----- THE INPUT -----

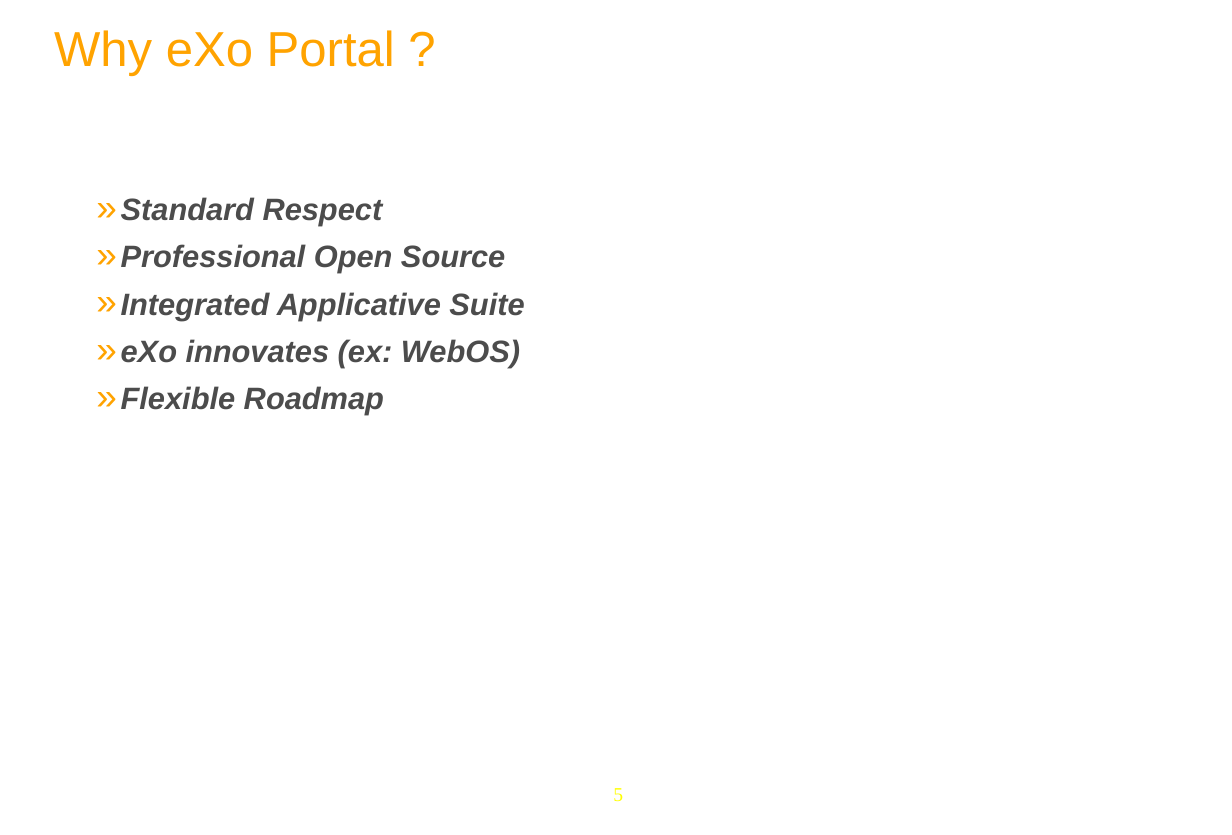
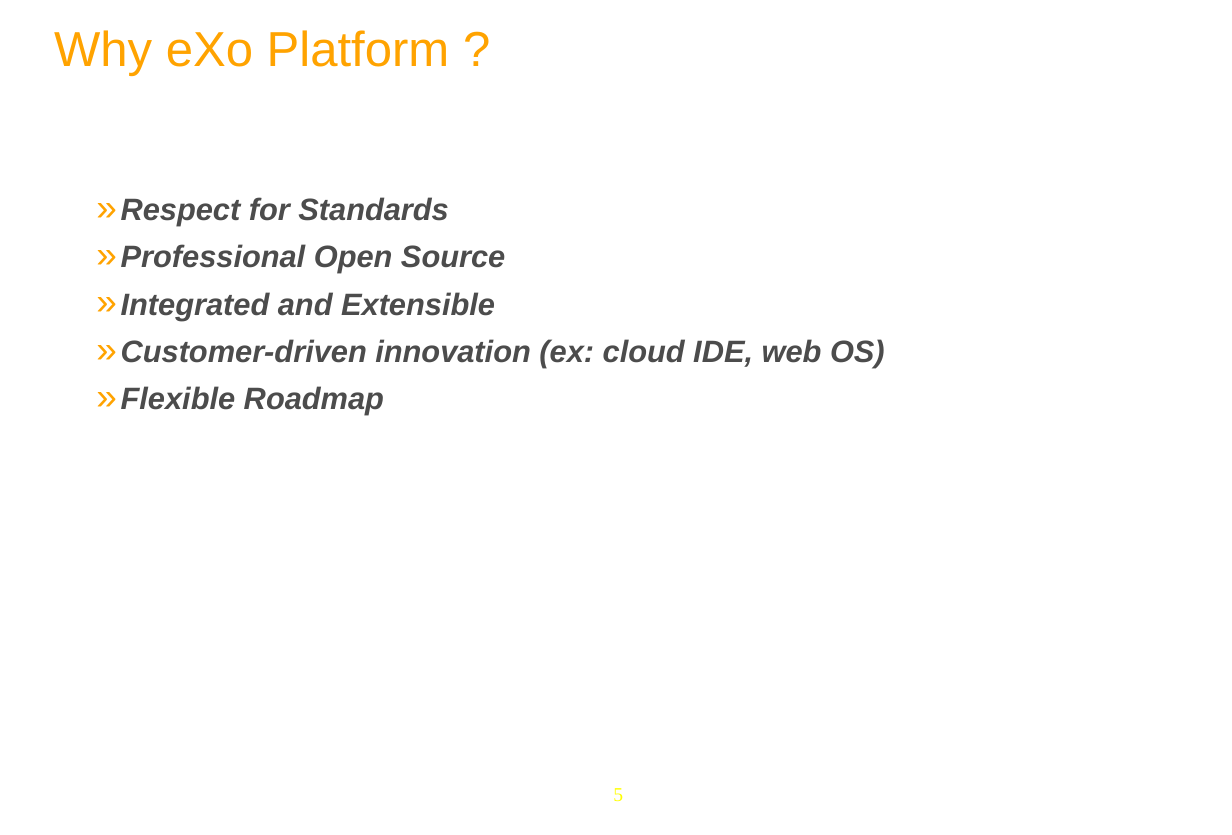
Before and after one commit to anhvurz90/training, a slide deck: slide 5 of slides/exo-fundamentals/en/030-Portal-Intro-XFund-en.pptx. Drawn at 1232x835 pixels with LibreOffice and Linux fonts; fonts in the diff are those of the drawing; background and template pictures are left out. Boxes give left, top, right and bottom in pixels: in the first picture for what was removed or moved away, otherwise in the second. Text is boxed around its words. In the diff, an @@ line names an element or a change of style, - is before the commit and + after.

```diff
--- a/slides/exo-fundamentals/en/030-Portal-Intro-XFund-en.pptx
+++ b/slides/exo-fundamentals/en/030-Portal-Intro-XFund-en.pptx
@@ title at box(54, 30, 450, 76): text changed @@
-Why eXo Portal ?
+Why eXo Platform ?
@@ text at box(121, 197, 448, 225): text changed @@
-  » Standard Respect
+  » Respect for Standards
@@ text at box(121, 292, 885, 368): text changed @@
-  » Integrated Applicative Suite
-  » eXo innovates (ex: WebOS)
+  » Integrated and Extensible
+  » Customer-driven innovation (ex: cloud IDE, web OS)
```
Also in this commit, not shown: 3 other slides changed.
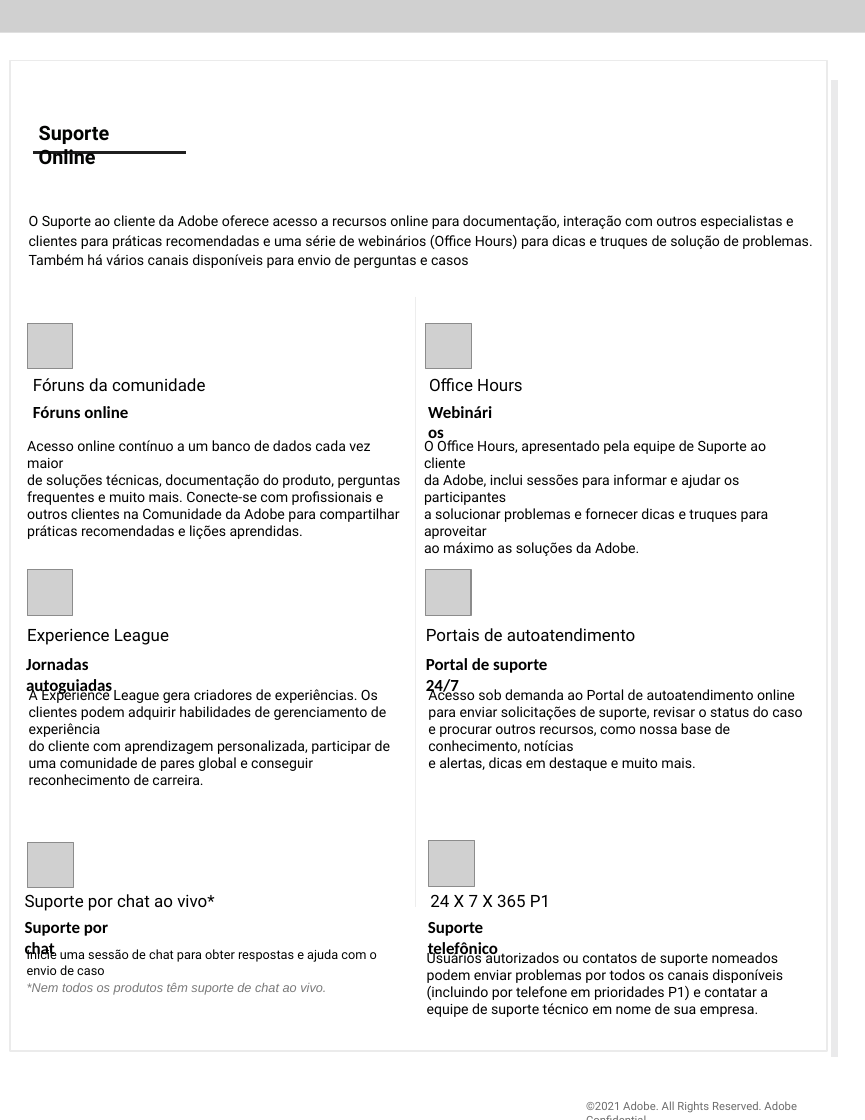
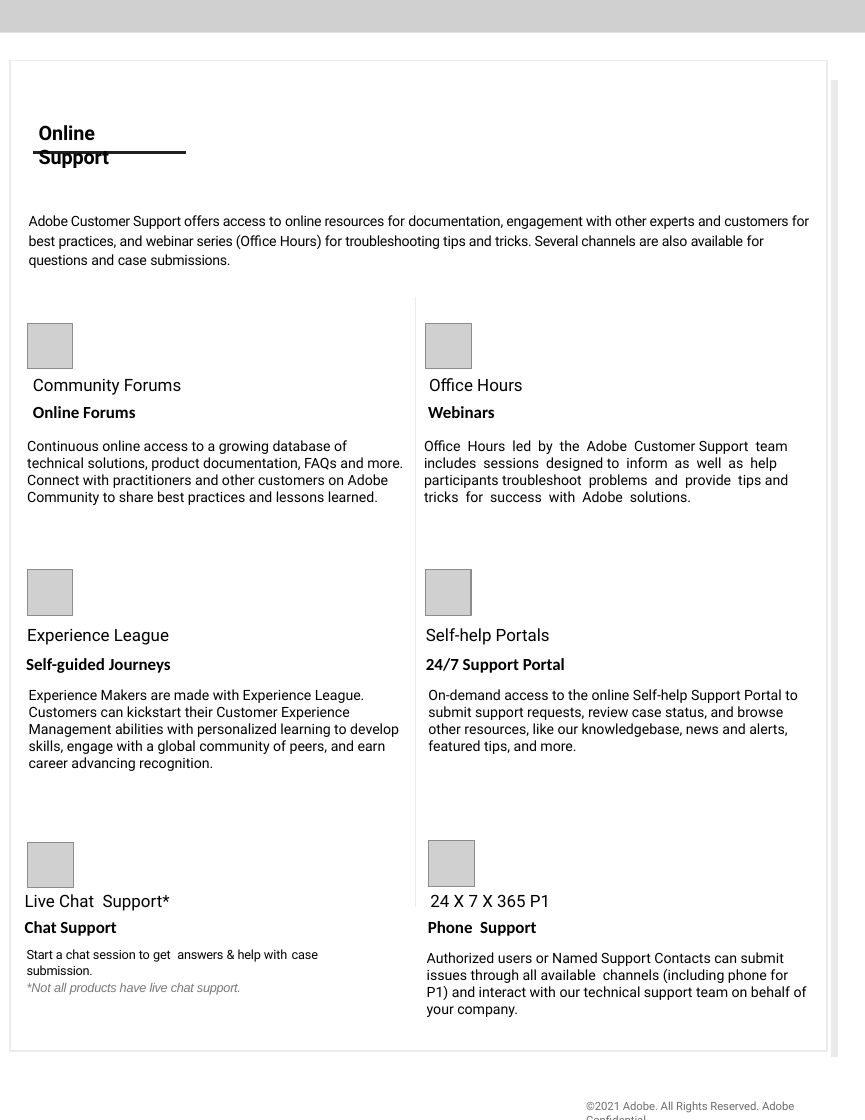
Before and after one commit to AdobeDocs/support-resources.pt-BR, a slide deck: slide 2 of help/data-sheets/assets/OnlineSupportDatasheet.pptx. Drawn at 865x1120 pixels with LibreOffice and Linux fonts; fonts in the diff are those of the drawing; grey boxes stand for pictures; background and template pictures are left out. Boxes give left, top, right and bottom in pixels: in the first picture for what was removed or moved away, otherwise in the second. Text is boxed around its words. In the diff, an @@ line names an element or a change of style, - is before the commit and + after.

```diff
--- a/help/data-sheets/assets/OnlineSupportDatasheet.pptx
+++ b/help/data-sheets/assets/OnlineSupportDatasheet.pptx
@@ text at [39, 125, 109, 168]: text changed @@
-Suporte Online
+Online Support
@@ text at [29, 215, 809, 268]: text changed @@
-O Suporte ao cliente da Adobe oferece acesso a recursos online para documentação, interação com outros especialistas e clientes para práticas recomendadas e uma série de webinários (Office Hours) para dicas e truques de solução de problemas. Também há vários canais disponíveis para envio de perguntas e casos
+Adobe Customer Support offers access to online resources for documentation, engagement with other experts and customers for best practices, and webinar series (Office Hours) for troubleshooting tips and tricks. Several channels are also available for questions and case submissions.
@@ text at [33, 378, 182, 395]: text changed @@
-Fóruns da comunidade
+Community Forums
@@ text at [33, 406, 135, 418]: text changed @@
-Fóruns online
+Online Forums
@@ text at [428, 406, 495, 418]: text changed @@
-Webinários
+Webinars
@@ text at [27, 440, 403, 505]: text changed @@
-Acesso online contínuo a um banco de dados cada vez maior
-de soluções técnicas, documentação do produto, perguntas frequentes e muito mais. Conecte-se com profissionais e outros clientes na Comunidade da Adobe para compartilhar práticas recomendadas e lições aprendidas.
+Continuous online access to a growing database of technical solutions, product documentation, FAQs and more. Connect with practitioners and other customers on Adobe Community to share best practices and lessons learned.
@@ text at [424, 440, 788, 502]: text changed @@
-O Office Hours, apresentado pela equipe de Suporte ao cliente
-da Adobe, inclui sessões para informar e ajudar os participantes
-a solucionar problemas e fornecer dicas e truques para aproveitar
-ao máximo as soluções da Adobe.
+Office Hours led by the Adobe Customer Support team includes sessions designed to inform as well as help participants troubleshoot problems and provide tips and tricks for success with Adobe solutions.
@@ text at [426, 628, 550, 645]: text changed @@
-Portais de autoatendimento
+Self-help Portals
@@ text at [26, 658, 171, 673]: text changed @@
-Jornadas autoguiadas
+Self-guided Journeys
@@ text at [426, 658, 565, 673]: text changed @@
-Portal de suporte 24/7
+24/7 Support Portal
@@ text at [29, 689, 399, 754]: text changed @@
-A Experience League gera criadores de experiências. Os clientes podem adquirir habilidades de gerenciamento de experiência
-do cliente com aprendizagem personalizada, participar de uma comunidade de pares global e conseguir reconhecimento de carreira.
+Experience Makers are made with Experience League. Customers can kickstart their Customer Experience Management abilities with personalized learning to develop skills, engage with a global community of peers, and earn career advancing recognition.
@@ text at [428, 689, 798, 754]: text changed @@
-Acesso sob demanda ao Portal de autoatendimento online para enviar solicitações de suporte, revisar o status do caso e procurar outros recursos, como nossa base de conhecimento, notícias
-e alertas, dicas em destaque e muito mais.
+On-demand access to the online Self-help Support Portal to submit support requests, review case status, and browse other resources, like our knowledgebase, news and alerts, featured tips, and more.
@@ text at [25, 894, 170, 911]: text changed @@
-Suporte por chat ao vivo*
+Live Chat Support*
@@ text at [25, 921, 116, 936]: text changed @@
-Suporte por chat
+Chat Support
@@ text at [428, 921, 536, 936]: text changed @@
-Suporte telefônico
+Phone Support
@@ text at [27, 949, 318, 994]: text changed @@
-Inicie uma sessão de chat para obter respostas e ajuda com o envio de caso
-*Nem todos os produtos têm suporte de chat ao vivo.
+Start a chat session to get answers & help with case submission.
+*Not all products have live chat support.
@@ text at [427, 952, 807, 1000]: text changed @@
-Usuários autorizados ou contatos de suporte nomeados podem enviar problemas por todos os canais disponíveis (incluindo por telefone em prioridades P1) e contatar a equipe de suporte técnico em nome de sua empresa.
+Authorized users or Named Support Contacts can submit issues through all available channels (including phone for P1) and interact with our technical support team on behalf of your company.
@@ text "©2021 Adobe. All Rights Reserved. ..." at [586, 1101, 794, 1113]: letter spacing 0 to -0.1 pt @@
```
Also in this commit, not shown: 2 other slides changed, 7 other files.
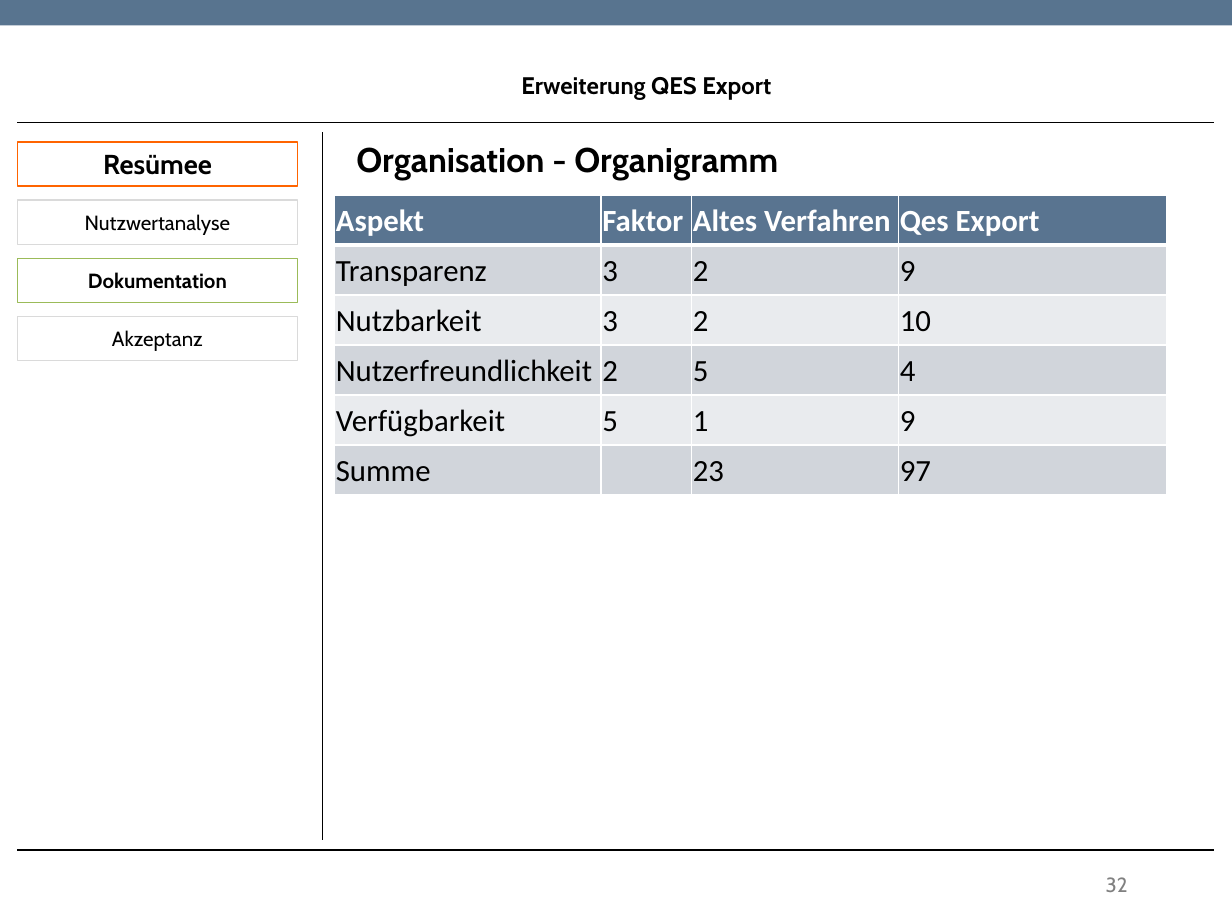
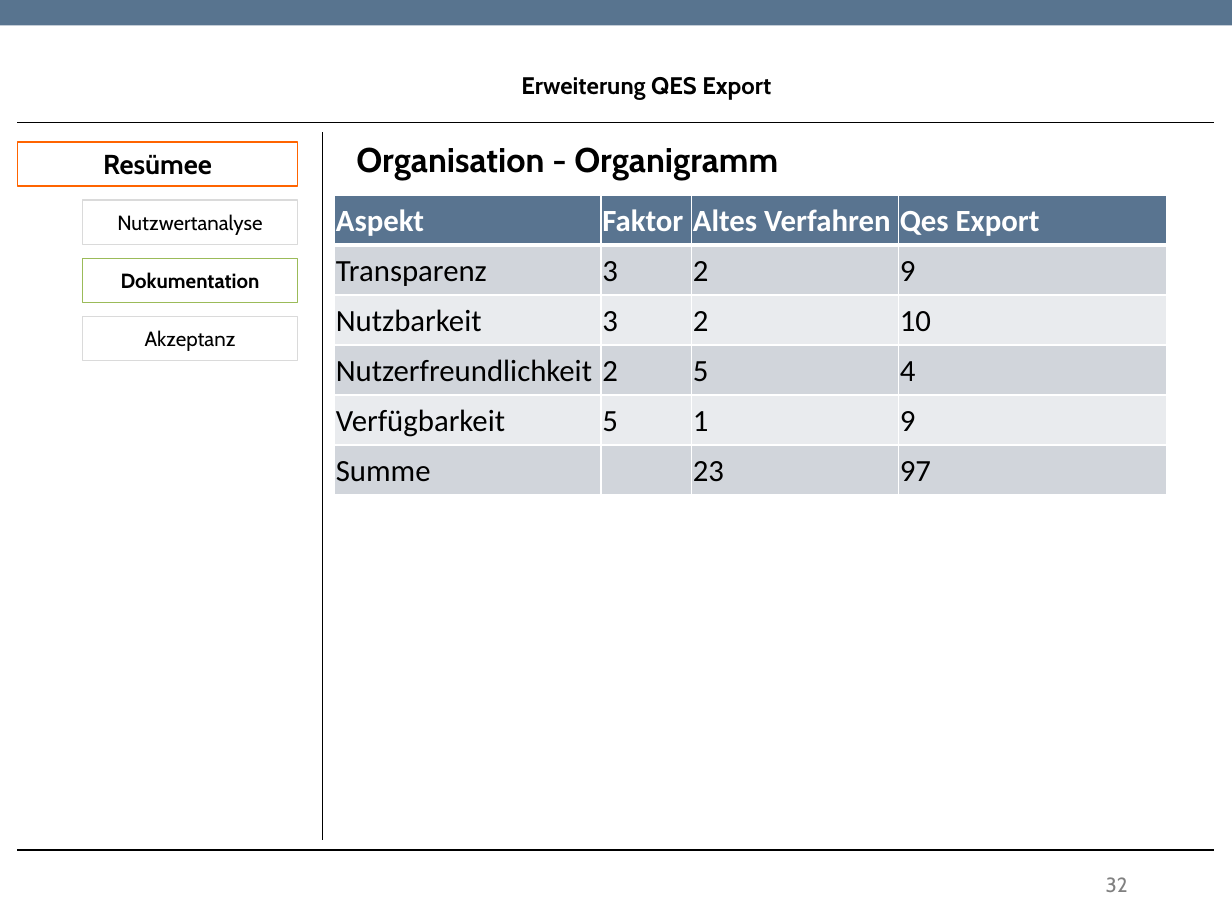
Before and after one commit to TwoHorus/dbExelExportLaravel, a slide deck: slide 32 of DOC/Fachgespraech.pptx. Drawn at 1232x924 pixels with LibreOffice and Linux fonts; fonts in the diff are those of the drawing; background and template pictures are left out. Boxes give left, top, right and bottom in pixels: in the first picture for what was removed or moved away, otherwise in the second. Text is boxed around its words. In the diff, an @@ line names an element or a change of style, - is before the commit and + after.

```diff
--- a/DOC/Fachgespraech.pptx
+++ b/DOC/Fachgespraech.pptx
@@ rectangle "Nutzwertanalyse": place and size @@
-rectangle "Nutzwertanalyse" at box(17, 200, 298, 244)
+rectangle "Nutzwertanalyse" at box(83, 200, 298, 244)
@@ rectangle "Dokumentation": place and size @@
-rectangle "Dokumentation" at box(17, 259, 298, 303)
+rectangle "Dokumentation" at box(83, 259, 298, 303)
@@ rectangle "Akzeptanz": place and size @@
-rectangle "Akzeptanz" at box(17, 317, 298, 361)
+rectangle "Akzeptanz" at box(83, 317, 298, 361)
```
Also in this commit, not shown: 23 other slides changed.

-----

◆ **THE PROBLEM**: Wherever a line of the entries holds the string "submit", copy that line.

◆ **COMPLETED TASK**:
+On-demand access to the online Self-help Support Portal to submit support requests, review case status, and browse other resources, like our knowledgebase, news and alerts, featured tips, and more.
+Authorized users or Named Support Contacts can submit issues through all available channels (including phone for P1) and interact with our technical support team on behalf of your company.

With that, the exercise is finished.